The singular attempt at translating the mostly Italian school of period neodecadence of the 1970s into a more contemporary era resulted in a film that seethes with the condemnation of a reactionary Weltanschauung that made the best of the original genre so worthwhile, even with its excesses. The Comfort of Strangers (UK/Italy 1990), directed by Paul Schrader, is adapted from Ian McEwan's novel by Harold Pinter, who had supplied the 1960s with its first parable on power, decadence, and repressed sexuality in The Servant (UK 1963). Schrader's film was hardly understood by critics of the time as the type of allegory on fascism that arrived with Visconti, Cavani, Bertolucci, Wertmüller, and Pasolini. Here, in a 1990s setting, Venice underscores a monumentalized past in which two couples play out the metaphors of liberalism being sacrificed to the sinister desires of fascism.

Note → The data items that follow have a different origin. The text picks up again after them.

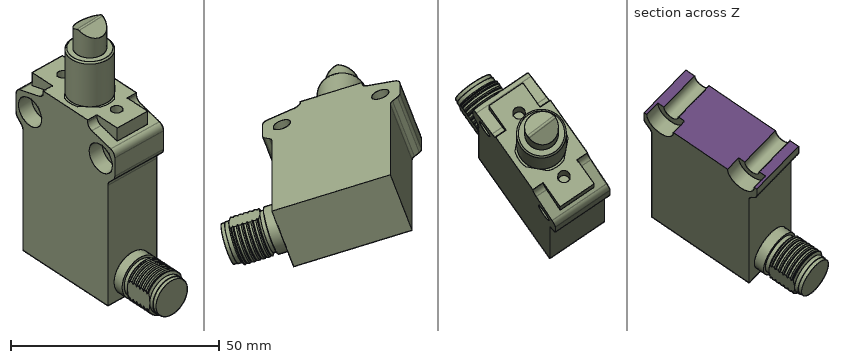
import cadquery as cq
import math


total_height = 73.0
total_width = 46.5
housing_width = 30.15
housing_depth = 16.0
housing_height = 52.05
ear_width = 35.0
ear_edge_top = 47.45
ear_edge_bottom = 39.6
shoulder_half_width = 7.9
shoulder_angle = 15.0
edge_radius = 2.0
center_block_depth = 9.9

mount_spacing = 25.05
mount_height = 43.1
mount_diameter = 4.4
counterbore_diameter = 8.2
counterbore_depth = 4.2

screw_spacing = 19.0
screw_diameter = 3.0
screw_depth = 5.85

sleeve_diameter = 12.0
sleeve_height = 13.3
sleeve_chamfer = 0.45
base_diameter = 13.15
base_thickness = 2.0

plunger_diameter = 8.2
roof_angle = 28.8
ridge_radius = 0.7
ridge_turn = 3.0

connector_height = 6.1
collar_diameter = 12.0
collar_length = 2.85
neck_diameter = 10.6
neck_length = 1.1
thread_length = 7.95
thread_chamfer_length = 0.45
thread_diameter = collar_diameter
groove_count = 6
groove_pitch = 1.25
groove_width = 0.65
groove_depth = 0.255
neck_end = 28.0
ring_diameter = 10.3


def make_ear_profile():
    """XZ outline of the housing with its two mounting ears, all corners sharp."""
    body_x = housing_width / 2
    ear_x = ear_width / 2
    underside_bottom = ear_edge_bottom - (ear_x - body_x)
    shoulder_rise = (ear_x - shoulder_half_width) * math.tan(math.radians(shoulder_angle))
    right_side = [
        (body_x, 0),
        (body_x, underside_bottom),
        (ear_x, ear_edge_bottom),
        (ear_x, ear_edge_top),
        (shoulder_half_width, ear_edge_top + shoulder_rise),
        (shoulder_half_width, housing_height),
    ]
    left_side = [(-x, z) for x, z in reversed(right_side)]
    return right_side + left_side


def make_sleeve_base():
    """Round base with four flats at 45 degrees, its top flush with the housing top."""
    round_base = cq.Workplane("XY").circle(base_diameter / 2).extrude(-base_thickness)
    flats = (
        cq.Workplane("XY")
        .rect(sleeve_diameter, sleeve_diameter)
        .extrude(-base_thickness)
        .rotate((0, 0, 0), (0, 0, 1), 45)
    )
    return round_base.intersect(flats).translate((0, 0, housing_height))


def make_housing():
    body = (
        cq.Workplane("XZ")
        .polyline(make_ear_profile())
        .close()
        .extrude(housing_depth / 2, both=True)
    )
    rounded_zone = cq.selectors.BoxSelector(
        (-ear_width, -housing_depth, housing_height / 2),
        (ear_width, housing_depth, housing_height - edge_radius / 2),
    )
    body = body.edges("|Y").edges(rounded_zone).fillet(edge_radius)

    center_block = (
        cq.Workplane("XY", origin=(0, 0, mount_height))
        .rect(housing_width, center_block_depth)
        .extrude(housing_height - mount_height)
    )
    body = body.union(center_block)

    mount_points = [(-mount_spacing / 2, mount_height), (mount_spacing / 2, mount_height)]
    body = (
        body.copyWorkplane(cq.Workplane("XZ", origin=(0, -housing_depth / 2, 0)))
        .pushPoints(mount_points)
        .cboreHole(mount_diameter, counterbore_diameter, counterbore_depth)
    )

    screw_points = [(-screw_spacing / 2, 0), (screw_spacing / 2, 0)]
    body = (
        body.copyWorkplane(cq.Workplane("XY", origin=(0, 0, housing_height)))
        .pushPoints(screw_points)
        .hole(screw_diameter, screw_depth)
    )
    return body.cut(make_sleeve_base())


def make_sleeve():
    tube = (
        cq.Workplane("XY", origin=(0, 0, housing_height))
        .circle(sleeve_diameter / 2)
        .extrude(sleeve_height)
        .faces(">Z")
        .chamfer(sleeve_chamfer)
    )
    return tube.union(make_sleeve_base())


def make_plunger():
    """Round pin standing on the sleeve, with a rounded roof ridge across its tip."""
    bottom = housing_height + sleeve_height
    angle = math.radians(roof_angle)
    tangent_x = ridge_radius * math.sin(angle)
    tangent_z = total_height - ridge_radius * (1 - math.cos(angle))
    eave_x = plunger_diameter
    eave_z = tangent_z - (eave_x - tangent_x) * math.tan(angle)
    roof = (
        cq.Workplane("XZ")
        .moveTo(-eave_x, bottom)
        .lineTo(-eave_x, eave_z)
        .lineTo(-tangent_x, tangent_z)
        .threePointArc((0, total_height), (tangent_x, tangent_z))
        .lineTo(eave_x, eave_z)
        .lineTo(eave_x, bottom)
        .close()
        .extrude(plunger_diameter, both=True)
        .rotate((0, 0, 0), (0, 0, 1), ridge_turn)
    )
    pin = (
        cq.Workplane("XY", origin=(0, 0, bottom))
        .circle(plunger_diameter / 2)
        .extrude(total_height - bottom)
    )
    return pin.intersect(roof)


def make_connector():
    """Turned connector along +X, with ring grooves and two flats on its threaded length."""
    start = housing_width / 2
    collar_end = start + collar_length
    thread_start = collar_end + neck_length
    thread_end = thread_start + thread_length
    crest_start = thread_start + thread_chamfer_length
    crest_end = thread_end - thread_chamfer_length
    ring_end = total_width - ear_width / 2
    thread_radius = thread_diameter / 2
    neck_radius = neck_diameter / 2

    def cylinder(from_x, to_x, diameter):
        return cq.Workplane("YZ", origin=(from_x, 0, 0)).circle(diameter / 2).extrude(to_x - from_x)

    thread_profile = (
        cq.Workplane("XY")
        .moveTo(thread_start, 0)
        .lineTo(thread_start, neck_radius)
        .lineTo(crest_start, thread_radius)
    )
    for index in range(groove_count):
        groove_start = crest_start + index * groove_pitch
        if index > 0:
            thread_profile = thread_profile.lineTo(groove_start, thread_radius)
        thread_profile = (
            thread_profile
            .lineTo(groove_start + groove_width / 2, thread_radius - groove_depth)
            .lineTo(groove_start + groove_width, thread_radius)
        )
    thread = (
        thread_profile.lineTo(crest_end, thread_radius)
        .lineTo(thread_end, neck_radius)
        .lineTo(thread_end, 0)
        .close()
        .revolve(360, (0, 0, 0), (1, 0, 0))
    )
    flats = (
        cq.Workplane("YZ", origin=(thread_start, 0, 0))
        .rect(neck_diameter, thread_diameter)
        .extrude(thread_length)
    )

    connector = (
        cylinder(start, collar_end, collar_diameter)
        .union(cylinder(collar_end, neck_end, neck_diameter))
        .union(thread.intersect(flats))
        .union(cylinder(neck_end, ring_end, ring_diameter))
    )
    return connector.translate((0, 0, connector_height))


housing = make_housing()
sleeve = make_sleeve()
plunger = make_plunger()
connector = make_connector()

result = cq.Compound.makeCompound(
    [housing.val(), sleeve.val(), plunger.val(), connector.val()]
)

The very notion of Thomas Mann's Death in Venice novella and Visconti's film Morte a Venezia/Death in Venice (Italy/France/USA 1971), the total liberation of the senses, which results in self-destruction, is also at the heart of Strangers. Like Mann's character of the aging German historian (a Gustav Mahler-like composer in Visconti's film) Gustav von Aschenbach and his obsession with the Polish boy Tadzio vacationing with his mother and siblings on the Lido, the Italian aristocrat Robert's desire for handsome British tourist Colin shifts uncomfortably between aesthetic appreciation and outright homosexual desire. Is this an intentional mime of Visconti's vision of a sexually aware Tadzio from Mann's Death in Venice? Only the trappings of his tradition-based life—his reputation as an important man based in heritage and inheritance, his repressed but faithful wife, and the grandeur of his palazzo surroundings—allows him the thin veneer of being the connoisseur rather than the sexual predator. His self-definition is based in the static values of his “history,” the phallocratic dominance of the fathers, which is at once a bourgeois defense of racial and cultural supremacy that fueled fascism in Europe.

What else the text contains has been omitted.